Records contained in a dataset
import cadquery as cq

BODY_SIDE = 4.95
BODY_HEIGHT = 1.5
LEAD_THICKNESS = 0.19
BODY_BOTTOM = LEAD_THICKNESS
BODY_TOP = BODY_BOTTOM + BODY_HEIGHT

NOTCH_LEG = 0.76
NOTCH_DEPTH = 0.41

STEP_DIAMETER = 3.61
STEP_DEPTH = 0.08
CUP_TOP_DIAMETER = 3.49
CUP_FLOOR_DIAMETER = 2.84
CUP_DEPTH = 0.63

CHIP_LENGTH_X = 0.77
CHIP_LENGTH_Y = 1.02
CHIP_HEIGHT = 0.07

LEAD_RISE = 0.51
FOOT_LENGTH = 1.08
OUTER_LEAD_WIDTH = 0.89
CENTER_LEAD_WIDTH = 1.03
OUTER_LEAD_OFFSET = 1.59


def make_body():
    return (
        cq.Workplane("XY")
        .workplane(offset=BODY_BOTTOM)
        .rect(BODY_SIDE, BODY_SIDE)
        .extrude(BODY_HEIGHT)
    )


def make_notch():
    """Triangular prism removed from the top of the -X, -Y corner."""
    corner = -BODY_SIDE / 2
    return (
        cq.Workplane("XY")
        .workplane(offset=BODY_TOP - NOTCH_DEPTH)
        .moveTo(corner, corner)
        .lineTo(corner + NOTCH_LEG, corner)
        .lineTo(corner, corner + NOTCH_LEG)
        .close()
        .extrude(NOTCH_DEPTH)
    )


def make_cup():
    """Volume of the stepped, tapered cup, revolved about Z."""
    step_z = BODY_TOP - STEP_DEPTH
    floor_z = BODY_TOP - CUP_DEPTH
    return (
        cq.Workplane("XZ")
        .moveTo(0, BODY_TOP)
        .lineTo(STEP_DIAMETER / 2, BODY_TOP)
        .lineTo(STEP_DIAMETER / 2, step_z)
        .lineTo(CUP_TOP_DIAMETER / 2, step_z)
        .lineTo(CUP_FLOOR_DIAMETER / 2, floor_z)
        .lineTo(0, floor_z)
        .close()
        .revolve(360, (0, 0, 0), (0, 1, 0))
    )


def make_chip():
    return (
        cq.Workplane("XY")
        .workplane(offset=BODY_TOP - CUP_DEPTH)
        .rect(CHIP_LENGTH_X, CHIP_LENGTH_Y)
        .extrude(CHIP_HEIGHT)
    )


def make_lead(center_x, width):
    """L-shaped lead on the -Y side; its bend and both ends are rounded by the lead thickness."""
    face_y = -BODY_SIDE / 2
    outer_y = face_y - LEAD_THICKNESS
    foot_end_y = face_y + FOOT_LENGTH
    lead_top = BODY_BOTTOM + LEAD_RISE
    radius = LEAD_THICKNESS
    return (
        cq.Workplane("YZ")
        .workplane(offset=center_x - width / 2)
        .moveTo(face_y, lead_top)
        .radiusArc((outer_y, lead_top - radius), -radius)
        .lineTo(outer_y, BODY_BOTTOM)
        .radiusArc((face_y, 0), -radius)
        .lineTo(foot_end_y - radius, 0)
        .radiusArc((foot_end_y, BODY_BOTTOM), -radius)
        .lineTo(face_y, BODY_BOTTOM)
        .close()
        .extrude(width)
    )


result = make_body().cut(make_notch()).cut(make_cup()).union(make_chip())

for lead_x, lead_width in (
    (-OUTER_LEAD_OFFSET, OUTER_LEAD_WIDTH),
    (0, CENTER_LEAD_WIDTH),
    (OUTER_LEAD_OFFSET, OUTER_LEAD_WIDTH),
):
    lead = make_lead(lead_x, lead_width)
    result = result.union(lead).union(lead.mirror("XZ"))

Exercise: Take the entries above and transcribe them exactly.

Answer for the task:
import cadquery as cq

BODY_SIDE = 4.95
BODY_HEIGHT = 1.5
LEAD_THICKNESS = 0.19
BODY_BOTTOM = LEAD_THICKNESS
BODY_TOP = BODY_BOTTOM + BODY_HEIGHT

NOTCH_LEG = 0.76
NOTCH_DEPTH = 0.41

STEP_DIAMETER = 3.61
STEP_DEPTH = 0.08
CUP_TOP_DIAMETER = 3.49
CUP_FLOOR_DIAMETER = 2.84
CUP_DEPTH = 0.63

CHIP_LENGTH_X = 0.77
CHIP_LENGTH_Y = 1.02
CHIP_HEIGHT = 0.07

LEAD_RISE = 0.51
FOOT_LENGTH = 1.08
OUTER_LEAD_WIDTH = 0.89
CENTER_LEAD_WIDTH = 1.03
OUTER_LEAD_OFFSET = 1.59


def make_body():
    return (
        cq.Workplane("XY")
        .workplane(offset=BODY_BOTTOM)
        .rect(BODY_SIDE, BODY_SIDE)
        .extrude(BODY_HEIGHT)
    )


def make_notch():
    """Triangular prism removed from the top of the -X, -Y corner."""
    corner = -BODY_SIDE / 2
    return (
        cq.Workplane("XY")
        .workplane(offset=BODY_TOP - NOTCH_DEPTH)
        .moveTo(corner, corner)
        .lineTo(corner + NOTCH_LEG, corner)
        .lineTo(corner, corner + NOTCH_LEG)
        .close()
        .extrude(NOTCH_DEPTH)
    )


def make_cup():
    """Volume of the stepped, tapered cup, revolved about Z."""
    step_z = BODY_TOP - STEP_DEPTH
    floor_z = BODY_TOP - CUP_DEPTH
    return (
        cq.Workplane("XZ")
        .moveTo(0, BODY_TOP)
        .lineTo(STEP_DIAMETER / 2, BODY_TOP)
        .lineTo(STEP_DIAMETER / 2, step_z)
        .lineTo(CUP_TOP_DIAMETER / 2, step_z)
        .lineTo(CUP_FLOOR_DIAMETER / 2, floor_z)
        .lineTo(0, floor_z)
        .close()
        .revolve(360, (0, 0, 0), (0, 1, 0))
    )


def make_chip():
    return (
        cq.Workplane("XY")
        .workplane(offset=BODY_TOP - CUP_DEPTH)
        .rect(CHIP_LENGTH_X, CHIP_LENGTH_Y)
        .extrude(CHIP_HEIGHT)
    )


def make_lead(center_x, width):
    """L-shaped lead on the -Y side; its bend and both ends are rounded by the lead thickness."""
    face_y = -BODY_SIDE / 2
    outer_y = face_y - LEAD_THICKNESS
    foot_end_y = face_y + FOOT_LENGTH
    lead_top = BODY_BOTTOM + LEAD_RISE
    radius = LEAD_THICKNESS
    return (
        cq.Workplane("YZ")
        .workplane(offset=center_x - width / 2)
        .moveTo(face_y, lead_top)
        .radiusArc((outer_y, lead_top - radius), -radius)
        .lineTo(outer_y, BODY_BOTTOM)
        .radiusArc((face_y, 0), -radius)
        .lineTo(foot_end_y - radius, 0)
        .radiusArc((foot_end_y, BODY_BOTTOM), -radius)
        .lineTo(face_y, BODY_BOTTOM)
        .close()
        .extrude(width)
    )


result = make_body().cut(make_notch()).cut(make_cup()).union(make_chip())

for lead_x, lead_width in (
    (-OUTER_LEAD_OFFSET, OUTER_LEAD_WIDTH),
    (0, CENTER_LEAD_WIDTH),
    (OUTER_LEAD_OFFSET, OUTER_LEAD_WIDTH),
):
    lead = make_lead(lead_x, lead_width)
    result = result.union(lead).union(lead.mirror("XZ"))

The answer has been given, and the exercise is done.